Turquía sufre una dura crisis cambiaria, capaz de desencadenar una crisis económica plena, advierte el economista Mohamed el Erian, quien considera que el peor escenario todavía se puede evitar si se toman acciones rápidas.
El pasado viernes fue un día difícil para el sistema financiero del país: la volatilidad de la lira de hasta el 10 % en las ventas estuvo acompañada por una depreciación adicional diaria del 4 %. La Bolsa de Estambul, anteriormente considerada un escudo contra los riesgos inflacionistas, cayó un 8 %, suspendiendo las operaciones dos veces.
"La creciente inestabilidad financiera fomentó la preocupación por efectos adversos en otros sectores de la economía, desde un nuevo impulso a la inflación, que ya supera el 20 % y erosiona el poder adquisitivo y los ahorros de los hogares, hasta la alarma de los industriales sobre daños a la producción y las inversiones", escribió El Erian, principal asesor económico de Allianz, en una columna publicada en Bloomberg.
La causa inmediata de esa volatilidad financiera responde a una nueva reducción de los tipos de interés por el Banco Central de Turquía el jueves contrariando a los expertos y las teorías económicas.
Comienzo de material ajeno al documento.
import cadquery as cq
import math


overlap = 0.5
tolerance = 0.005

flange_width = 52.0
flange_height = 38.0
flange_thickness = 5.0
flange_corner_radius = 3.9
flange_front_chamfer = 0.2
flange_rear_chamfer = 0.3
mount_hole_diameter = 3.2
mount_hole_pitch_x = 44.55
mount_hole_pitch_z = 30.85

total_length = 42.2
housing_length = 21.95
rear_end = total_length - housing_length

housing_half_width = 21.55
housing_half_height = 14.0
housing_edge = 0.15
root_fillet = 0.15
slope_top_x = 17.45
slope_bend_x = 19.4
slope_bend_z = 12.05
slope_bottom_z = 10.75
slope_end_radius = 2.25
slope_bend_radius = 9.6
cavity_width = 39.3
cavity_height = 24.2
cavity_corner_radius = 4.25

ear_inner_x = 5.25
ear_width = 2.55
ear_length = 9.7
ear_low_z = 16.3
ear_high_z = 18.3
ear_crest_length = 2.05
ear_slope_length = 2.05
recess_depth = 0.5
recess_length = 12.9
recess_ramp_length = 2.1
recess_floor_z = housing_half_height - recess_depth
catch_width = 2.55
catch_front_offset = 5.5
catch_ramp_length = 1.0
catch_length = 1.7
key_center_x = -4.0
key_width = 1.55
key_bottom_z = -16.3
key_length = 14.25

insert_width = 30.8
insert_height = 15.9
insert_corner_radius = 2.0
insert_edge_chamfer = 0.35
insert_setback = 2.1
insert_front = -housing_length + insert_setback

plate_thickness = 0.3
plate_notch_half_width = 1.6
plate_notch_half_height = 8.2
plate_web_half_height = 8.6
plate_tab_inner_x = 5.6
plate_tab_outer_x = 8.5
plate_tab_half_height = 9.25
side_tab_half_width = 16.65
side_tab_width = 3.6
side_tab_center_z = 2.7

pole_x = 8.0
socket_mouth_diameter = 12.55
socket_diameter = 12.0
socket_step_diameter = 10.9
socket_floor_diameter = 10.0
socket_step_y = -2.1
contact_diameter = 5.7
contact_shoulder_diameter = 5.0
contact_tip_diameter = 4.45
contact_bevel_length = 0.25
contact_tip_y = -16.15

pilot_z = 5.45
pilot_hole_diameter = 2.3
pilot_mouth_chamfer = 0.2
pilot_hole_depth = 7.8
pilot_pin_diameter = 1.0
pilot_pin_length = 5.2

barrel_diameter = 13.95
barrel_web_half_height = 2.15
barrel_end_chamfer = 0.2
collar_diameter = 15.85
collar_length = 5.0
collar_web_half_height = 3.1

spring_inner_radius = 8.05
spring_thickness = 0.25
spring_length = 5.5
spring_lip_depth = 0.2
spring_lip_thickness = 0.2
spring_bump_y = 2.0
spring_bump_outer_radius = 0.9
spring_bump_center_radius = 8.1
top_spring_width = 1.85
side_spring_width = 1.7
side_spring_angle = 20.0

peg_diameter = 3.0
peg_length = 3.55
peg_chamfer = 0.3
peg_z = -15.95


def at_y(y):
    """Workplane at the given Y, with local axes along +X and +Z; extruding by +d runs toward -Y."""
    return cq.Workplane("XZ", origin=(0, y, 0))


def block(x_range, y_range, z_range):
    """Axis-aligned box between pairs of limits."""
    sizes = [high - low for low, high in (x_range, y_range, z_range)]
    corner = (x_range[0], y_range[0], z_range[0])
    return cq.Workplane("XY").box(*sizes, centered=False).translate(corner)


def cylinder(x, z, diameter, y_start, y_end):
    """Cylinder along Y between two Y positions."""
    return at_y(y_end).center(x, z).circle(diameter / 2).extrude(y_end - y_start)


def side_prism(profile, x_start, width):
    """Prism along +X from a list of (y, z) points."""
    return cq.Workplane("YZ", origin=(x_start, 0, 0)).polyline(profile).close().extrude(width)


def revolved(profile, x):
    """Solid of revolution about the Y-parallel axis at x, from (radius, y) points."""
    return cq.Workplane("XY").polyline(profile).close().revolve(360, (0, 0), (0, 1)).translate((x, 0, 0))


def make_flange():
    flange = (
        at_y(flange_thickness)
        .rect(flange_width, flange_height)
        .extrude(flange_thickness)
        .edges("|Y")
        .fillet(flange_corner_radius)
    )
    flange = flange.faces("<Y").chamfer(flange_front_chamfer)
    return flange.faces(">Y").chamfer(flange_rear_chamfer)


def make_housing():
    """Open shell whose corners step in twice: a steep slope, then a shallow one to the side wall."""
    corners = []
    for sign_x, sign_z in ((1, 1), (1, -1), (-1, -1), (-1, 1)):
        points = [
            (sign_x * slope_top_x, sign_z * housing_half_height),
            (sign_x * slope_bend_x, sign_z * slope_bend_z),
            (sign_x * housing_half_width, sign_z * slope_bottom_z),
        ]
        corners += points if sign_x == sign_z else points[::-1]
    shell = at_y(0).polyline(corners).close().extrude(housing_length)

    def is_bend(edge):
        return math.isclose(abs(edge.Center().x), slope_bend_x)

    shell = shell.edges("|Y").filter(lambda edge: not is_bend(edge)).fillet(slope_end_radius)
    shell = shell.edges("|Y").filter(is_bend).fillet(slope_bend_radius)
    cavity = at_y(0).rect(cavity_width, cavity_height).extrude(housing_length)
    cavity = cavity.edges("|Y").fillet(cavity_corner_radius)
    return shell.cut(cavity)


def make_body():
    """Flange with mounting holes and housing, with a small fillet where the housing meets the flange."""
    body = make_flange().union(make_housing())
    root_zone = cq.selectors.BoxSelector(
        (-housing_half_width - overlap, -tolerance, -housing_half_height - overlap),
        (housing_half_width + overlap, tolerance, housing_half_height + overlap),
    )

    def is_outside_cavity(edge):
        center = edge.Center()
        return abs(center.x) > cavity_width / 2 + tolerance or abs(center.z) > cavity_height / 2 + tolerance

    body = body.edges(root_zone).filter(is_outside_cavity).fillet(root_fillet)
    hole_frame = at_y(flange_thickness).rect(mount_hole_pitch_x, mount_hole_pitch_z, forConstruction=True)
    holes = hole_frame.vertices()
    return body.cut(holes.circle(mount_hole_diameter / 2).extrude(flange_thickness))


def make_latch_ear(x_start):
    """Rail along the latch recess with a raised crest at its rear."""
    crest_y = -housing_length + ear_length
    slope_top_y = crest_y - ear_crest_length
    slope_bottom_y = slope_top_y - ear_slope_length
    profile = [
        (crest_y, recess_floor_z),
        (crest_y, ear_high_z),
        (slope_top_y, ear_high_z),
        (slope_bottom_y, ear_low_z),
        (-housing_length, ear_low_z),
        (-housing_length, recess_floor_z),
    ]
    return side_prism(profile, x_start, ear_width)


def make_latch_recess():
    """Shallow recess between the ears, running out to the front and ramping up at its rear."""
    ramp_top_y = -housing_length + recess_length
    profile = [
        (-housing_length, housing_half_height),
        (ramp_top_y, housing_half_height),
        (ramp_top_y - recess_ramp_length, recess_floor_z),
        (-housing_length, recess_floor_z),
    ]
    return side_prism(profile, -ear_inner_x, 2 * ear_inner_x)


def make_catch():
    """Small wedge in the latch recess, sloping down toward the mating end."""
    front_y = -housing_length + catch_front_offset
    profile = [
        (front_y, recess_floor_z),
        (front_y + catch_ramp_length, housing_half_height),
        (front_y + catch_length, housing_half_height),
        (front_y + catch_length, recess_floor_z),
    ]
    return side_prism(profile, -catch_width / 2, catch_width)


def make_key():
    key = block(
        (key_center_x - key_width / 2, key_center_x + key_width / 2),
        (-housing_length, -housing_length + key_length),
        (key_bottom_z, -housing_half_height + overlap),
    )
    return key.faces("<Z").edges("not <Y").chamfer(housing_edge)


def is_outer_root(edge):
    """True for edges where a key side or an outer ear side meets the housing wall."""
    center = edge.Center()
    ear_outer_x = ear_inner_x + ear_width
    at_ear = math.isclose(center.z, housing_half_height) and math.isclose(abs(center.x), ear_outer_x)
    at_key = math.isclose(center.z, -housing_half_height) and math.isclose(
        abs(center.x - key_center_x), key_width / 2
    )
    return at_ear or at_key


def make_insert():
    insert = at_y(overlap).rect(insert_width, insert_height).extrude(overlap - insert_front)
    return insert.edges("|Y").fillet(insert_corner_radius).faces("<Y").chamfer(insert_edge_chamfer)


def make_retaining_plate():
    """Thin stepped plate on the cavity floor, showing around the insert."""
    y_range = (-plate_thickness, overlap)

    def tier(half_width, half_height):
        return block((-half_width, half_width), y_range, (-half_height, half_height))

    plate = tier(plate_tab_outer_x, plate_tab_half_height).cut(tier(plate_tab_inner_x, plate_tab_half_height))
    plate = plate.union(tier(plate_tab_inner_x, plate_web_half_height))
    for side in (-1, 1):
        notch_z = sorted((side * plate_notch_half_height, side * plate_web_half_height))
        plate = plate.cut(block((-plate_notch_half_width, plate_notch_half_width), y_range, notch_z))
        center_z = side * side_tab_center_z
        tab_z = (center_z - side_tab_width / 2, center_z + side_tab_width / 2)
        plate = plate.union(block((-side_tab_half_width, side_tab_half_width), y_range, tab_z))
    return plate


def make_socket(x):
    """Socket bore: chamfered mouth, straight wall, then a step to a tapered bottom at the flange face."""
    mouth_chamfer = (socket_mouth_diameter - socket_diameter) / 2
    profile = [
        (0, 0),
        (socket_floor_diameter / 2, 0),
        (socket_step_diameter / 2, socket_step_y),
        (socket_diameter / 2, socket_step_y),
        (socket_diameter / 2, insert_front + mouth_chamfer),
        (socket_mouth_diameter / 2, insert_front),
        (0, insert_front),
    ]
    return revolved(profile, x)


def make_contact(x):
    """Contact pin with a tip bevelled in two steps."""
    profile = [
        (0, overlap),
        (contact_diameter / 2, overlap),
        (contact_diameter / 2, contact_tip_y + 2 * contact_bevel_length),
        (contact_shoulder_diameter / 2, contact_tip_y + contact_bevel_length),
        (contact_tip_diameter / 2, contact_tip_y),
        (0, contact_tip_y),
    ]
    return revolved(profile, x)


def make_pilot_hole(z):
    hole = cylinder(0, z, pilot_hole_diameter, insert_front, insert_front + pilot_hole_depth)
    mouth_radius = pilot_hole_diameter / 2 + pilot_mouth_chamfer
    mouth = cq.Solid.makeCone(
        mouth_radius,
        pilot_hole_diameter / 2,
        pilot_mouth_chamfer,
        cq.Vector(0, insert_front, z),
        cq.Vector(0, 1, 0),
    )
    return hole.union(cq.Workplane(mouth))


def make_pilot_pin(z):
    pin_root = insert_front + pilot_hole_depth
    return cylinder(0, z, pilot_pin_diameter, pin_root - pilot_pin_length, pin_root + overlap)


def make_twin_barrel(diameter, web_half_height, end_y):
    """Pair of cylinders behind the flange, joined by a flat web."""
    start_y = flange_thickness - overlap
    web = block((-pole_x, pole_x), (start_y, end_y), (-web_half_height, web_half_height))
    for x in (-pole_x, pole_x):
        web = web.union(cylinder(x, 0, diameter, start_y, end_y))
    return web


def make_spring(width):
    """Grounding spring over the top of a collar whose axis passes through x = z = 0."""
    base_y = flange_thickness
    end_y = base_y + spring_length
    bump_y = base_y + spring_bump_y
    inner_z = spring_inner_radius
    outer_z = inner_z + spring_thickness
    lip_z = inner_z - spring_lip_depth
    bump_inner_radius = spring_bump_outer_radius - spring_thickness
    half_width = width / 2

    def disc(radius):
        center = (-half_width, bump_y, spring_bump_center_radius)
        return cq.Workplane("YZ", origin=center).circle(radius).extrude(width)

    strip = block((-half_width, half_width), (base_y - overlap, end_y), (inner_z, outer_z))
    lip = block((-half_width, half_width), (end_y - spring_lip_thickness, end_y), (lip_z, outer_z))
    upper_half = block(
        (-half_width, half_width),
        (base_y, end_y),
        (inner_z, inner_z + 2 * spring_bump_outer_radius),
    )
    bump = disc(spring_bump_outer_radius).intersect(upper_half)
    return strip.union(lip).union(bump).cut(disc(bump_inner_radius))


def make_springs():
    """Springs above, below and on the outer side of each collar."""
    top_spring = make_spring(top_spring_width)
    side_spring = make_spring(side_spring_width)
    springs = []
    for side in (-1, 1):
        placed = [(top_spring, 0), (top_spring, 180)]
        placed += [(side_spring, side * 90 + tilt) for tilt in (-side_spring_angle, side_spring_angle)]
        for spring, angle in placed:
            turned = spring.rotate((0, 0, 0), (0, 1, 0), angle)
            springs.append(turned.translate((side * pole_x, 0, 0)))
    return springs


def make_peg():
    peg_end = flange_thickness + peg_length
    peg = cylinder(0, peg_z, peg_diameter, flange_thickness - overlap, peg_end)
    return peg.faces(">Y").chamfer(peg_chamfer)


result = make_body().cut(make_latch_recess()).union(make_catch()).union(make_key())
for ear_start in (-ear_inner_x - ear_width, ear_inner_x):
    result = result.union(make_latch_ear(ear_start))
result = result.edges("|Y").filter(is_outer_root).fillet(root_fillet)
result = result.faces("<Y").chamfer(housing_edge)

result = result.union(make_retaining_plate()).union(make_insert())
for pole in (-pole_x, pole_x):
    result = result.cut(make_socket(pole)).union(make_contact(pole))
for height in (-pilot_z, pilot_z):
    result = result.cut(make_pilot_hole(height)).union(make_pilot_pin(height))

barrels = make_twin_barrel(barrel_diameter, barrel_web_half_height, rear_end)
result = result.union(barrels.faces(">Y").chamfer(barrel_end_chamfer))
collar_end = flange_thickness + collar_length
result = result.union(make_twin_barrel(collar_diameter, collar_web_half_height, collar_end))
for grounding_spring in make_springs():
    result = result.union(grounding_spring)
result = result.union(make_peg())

La decisión sigue un polémico plan monetario del presidente Recep Tayyip Erdogan con el que busca apoyar el crecimiento económico del país.
La situación se desarrolla mientras otros bancos centrales, especialmente en el mundo emergente, están subiendo los tipos de interés o, en el caso de la Reserva Federal, reduciendo la estimulación monetaria.
En lo que va de año, la lira turca se ha depreciado más de un 60 % contra el dólar y un 22 % en diciembre.
"Cuanto más persistan los movimientos desordenados de la moneda —y ya se han prolongado bastante —, mayor será el riesgo de amplificadores tanto internos como externos", señala el experto, que explica que los hogares y compañías se están reorientando hacia el uso del dólar y otras monedas "sólidas", mientas que la pérdida de confianza en las acciones del reguladores causas la fuga de capitales y desalienta a los inversores.
El Erian afirma que, hasta ahora, muchas de las considerables ventajas económicas de Turquía han evitado en su mayor parte los daños de la inestabilidad monetaria, manteniendo así el potencial de una rápida recuperación y prosperidad financiera.
"Cuanto más esperen las autoridades a la hora de estabilizar la moneda de forma decisiva, mayor será la amenaza para la economía", advirtió.
Recuperación
La moneda nacional turca ha mostrado un crecimiento del 15 % este martes continuando con la recuperación histórica del lunes que experimentó después de que Erdogan anunciara un plan para asegurar los depósitos denominados en liras contra las fluctuaciones del mercado.
La lira se apreció hasta 11,0935 contra el dólar para las 06:21 GMT desde 13,15 registrado al cierre del lunes, informa Reuters.
En su discurso, el jefe de Estado prometió el lunes una serie de medidas para aliviar la presión de las pérdidas de la moneda en las últimas semanas, reducir la inflación y alentar a los inversores minoristas a quedarse con la lira.
Antes del anuncio, la tasa de cambio de la moneda nacional mostró una baja diaria de más del 10 % hasta el mínimo histórico de 18,4 contra el dólar pero luego saltó a 12, cerrando el día con un alza del 25 %.